We had fun with the RTX3080 and 3080Ti to compare our benchmarking suite against 4090 and 4080. Even though they are absolutely out of the race, these two flagship cards can still run in the same race. But, of course, these are just the average numbers. We’ll get into the question of the effect D.L.S.S. 3 has on the race in a second.
One thing is now crystal clear: you can see more detail. The RTX 4090 is a combination of the power of both the RTX 3080 Ti and the RTX 3080. The 4080 delivers very similar results and has no D.L.S.S. 3 support – it only has native 4K rendering. It is amazing.
YouTube will show you many channels asking, “Is it worth it?” With red arrows and scrunched faces. Take a moment to look at the graph again. You would be crazy not to enable D.L.S.S. 3 in the vast world of sports. Although you could argue that you are putting frames on the table by not enabling DLSS3, it is worse. You are wasting hundreds of frames at no additional cost if you don’t enable D.L.S.S. 3. Turn it on now!

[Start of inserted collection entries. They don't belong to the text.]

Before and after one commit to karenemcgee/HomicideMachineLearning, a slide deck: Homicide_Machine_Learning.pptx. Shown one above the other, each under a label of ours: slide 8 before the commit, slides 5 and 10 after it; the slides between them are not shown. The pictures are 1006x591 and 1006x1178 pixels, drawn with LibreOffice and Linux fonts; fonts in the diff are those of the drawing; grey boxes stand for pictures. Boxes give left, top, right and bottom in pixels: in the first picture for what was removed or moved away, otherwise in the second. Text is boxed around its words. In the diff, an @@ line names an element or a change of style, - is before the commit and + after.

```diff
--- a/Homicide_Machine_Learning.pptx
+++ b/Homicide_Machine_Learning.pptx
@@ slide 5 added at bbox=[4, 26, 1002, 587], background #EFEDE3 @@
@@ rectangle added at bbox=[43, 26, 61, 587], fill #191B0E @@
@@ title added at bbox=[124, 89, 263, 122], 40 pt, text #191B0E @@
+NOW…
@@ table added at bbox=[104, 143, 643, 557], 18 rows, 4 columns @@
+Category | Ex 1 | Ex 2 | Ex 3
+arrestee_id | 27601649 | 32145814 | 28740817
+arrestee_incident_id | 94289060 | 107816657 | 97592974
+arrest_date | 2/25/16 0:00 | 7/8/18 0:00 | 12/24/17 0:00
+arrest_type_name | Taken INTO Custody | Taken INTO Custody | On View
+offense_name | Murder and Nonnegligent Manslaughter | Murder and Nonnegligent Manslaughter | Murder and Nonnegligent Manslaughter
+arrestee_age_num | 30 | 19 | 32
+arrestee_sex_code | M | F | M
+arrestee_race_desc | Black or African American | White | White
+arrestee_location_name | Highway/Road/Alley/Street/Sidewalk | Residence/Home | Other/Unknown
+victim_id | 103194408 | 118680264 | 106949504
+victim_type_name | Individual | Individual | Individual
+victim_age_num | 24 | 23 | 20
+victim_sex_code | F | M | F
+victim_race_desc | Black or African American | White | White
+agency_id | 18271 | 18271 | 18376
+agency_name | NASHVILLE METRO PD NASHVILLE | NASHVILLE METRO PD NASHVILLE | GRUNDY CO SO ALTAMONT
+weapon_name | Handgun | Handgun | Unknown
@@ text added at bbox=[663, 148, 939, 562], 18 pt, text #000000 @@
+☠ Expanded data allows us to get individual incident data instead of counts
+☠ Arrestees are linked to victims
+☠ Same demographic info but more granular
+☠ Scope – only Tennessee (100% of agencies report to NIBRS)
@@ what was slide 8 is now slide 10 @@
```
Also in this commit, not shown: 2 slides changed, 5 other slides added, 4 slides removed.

I noticed the fans were not spinning when I looked at the 4080 in my bag. It had cycled down entirely, so the heat pipe passthrough systems have been working well. However, it still sounds like the 4080 when it starts up to play a game. As some might be curious, I pulled out my audiometer to check where the cards were sitting at 41dB when loaded. According to I.A.C. Acoustics, this is often associated with “quiet library sounds.” My case is approximately 2 feet from my seat, so I should hear this card spin up. But even with the case off, it doesn’t.
This card will undoubtedly be compared to the 4090, so the price is essential. The 4090 and 4080 have a 10-15% performance drop, while the 4080 has a 25% price reduction. Although some of this is attributed to Windows 11’s garbage code — we’ll be rerunning these on Windows 10 shortly. As such, the 4090 was shipped at $1599, and the 4080 will retail for $1199. It is roughly the same price as AMD’s Radeon RX7900 XTX with an M.S.R.P. of $999. Although I don’t own any AMD cards, they suggest 72fps for Cyberpunk using their slide deck. However, they don’t specify the settings. I got an F.P.S. average for the 4080 with D.L.S.S. at 101 and 70 with R.T. at maximum settings. These two seem to be going head-to-head.

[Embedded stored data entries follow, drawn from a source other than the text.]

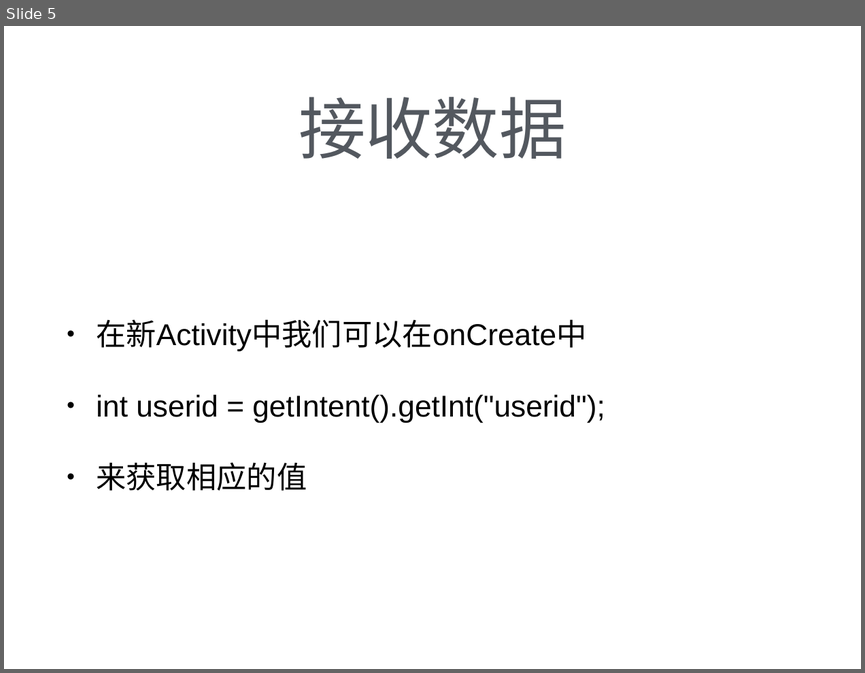
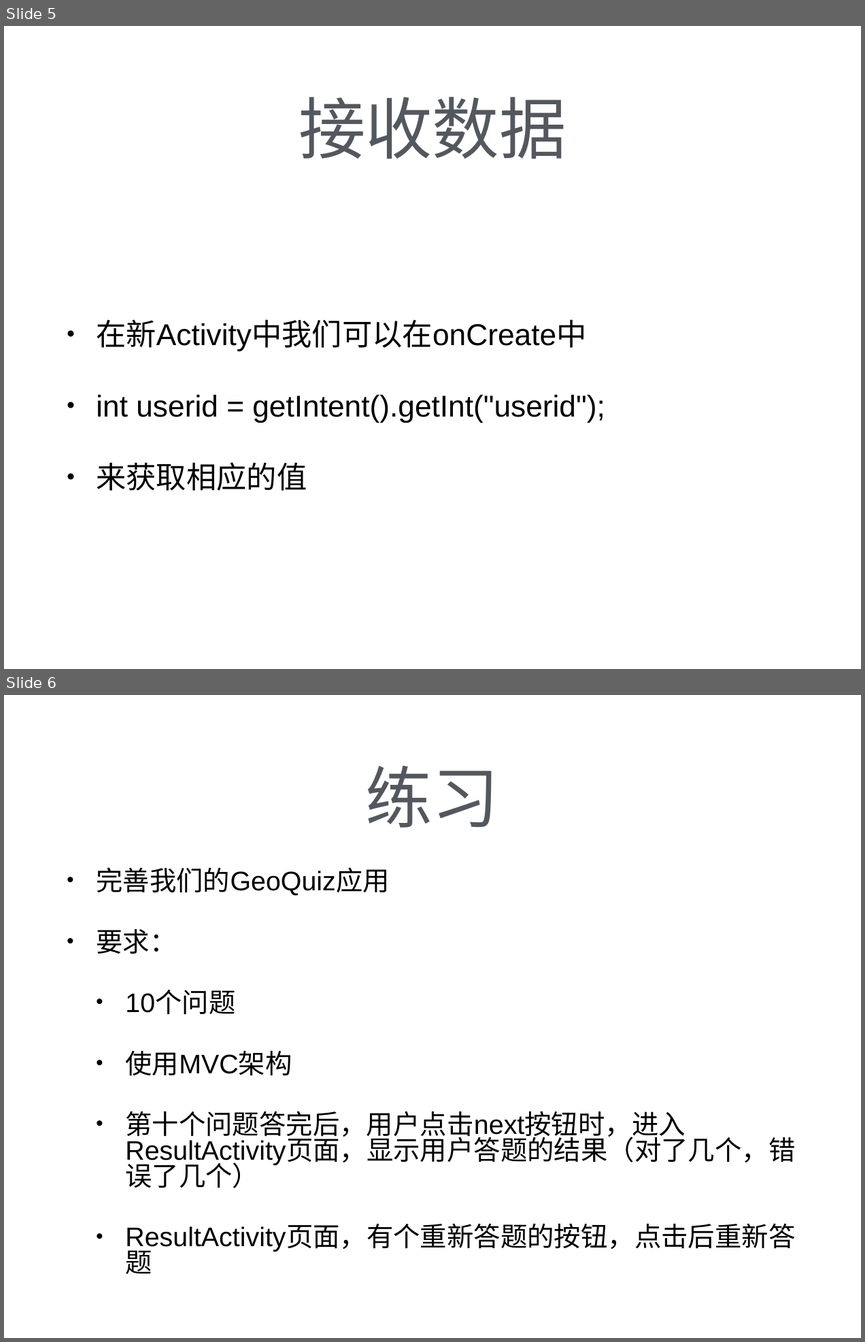
Before and after one commit to zhutao2015/JavaCourse, a slide deck: Android/lesson4-second activity/2nd-activity.ppt. Shown one above the other, each under a label of ours: slide 5 before the commit, slides 5 and 6 after it. The pictures are 865x673 and 865x1342 pixels, drawn with LibreOffice and Linux fonts; fonts in the diff are those of the drawing. Boxes give left, top, right and bottom in pixels: in the first picture for what was removed or moved away, otherwise in the second. Text is boxed around its words. In the diff, an @@ line names an element or a change of style, - is before the commit and + after.

```diff
--- a/Android/lesson4-second activity/2nd-activity.ppt
+++ b/Android/lesson4-second activity/2nd-activity.ppt
@@ slide 6 added at [4, 695, 861, 1338], background #FFFFFF @@
@@ title added at [366, 766, 500, 828], 80 pt, text #53585F @@
+练习
@@ text added at [96, 867, 795, 1274], 32 pt, text #000000 @@
+• 完善我们的GeoQuiz应用
+• 要求：
+  • 10个问题
+  • 使用MVC架构
+  • 第十个问题答完后，用户点击next按钮时，进入ResultActivity页面，显示用户答题的结果（对了几个，错误了几个）
+  • ResultActivity页面，有个重新答题的按钮，点击后重新答题
```
Also in this commit, not shown: 1 other file.

It is important to remember that these prices are driven not by greed but by market realities. T.S.M.C., a chip manufacturer, has raised its prices across the board. They supply chips to N.V.I.D.I.A. and AMD as well as N.V.I.D.I.A. and Intel. This price is likely the tip of the iceberg. While I do not intend to make any value judgments for you, I will acknowledge that this price is higher than the 4090. It is essential to be clear about how much this price will get you.
I said that I love the borders between generations. I’ll explain why as we get to the end of the review. There are many ahhs and ahhs about shiny new gear. But these moments are the beginning of improvements. D.L.S.S. 3 was new when we benchmarked it against the 4090. We’ve seen major technology updates and a significant increase in the number of games that support the new technology since the launch of the 4080. DLSS 2.0 continues its growth. DLSS 2.0 will become more important as we get to lower-end cards. It will make the difference between running them at high framerates or not.
To predict the age of this card, we can look back at some historical data. We can see that the RTX 3080 T’s scores at launch, and again today, have improved by 30-40%. The 4000 series is now in its next generation. There’s also an abundance of support for AI-driven innovations.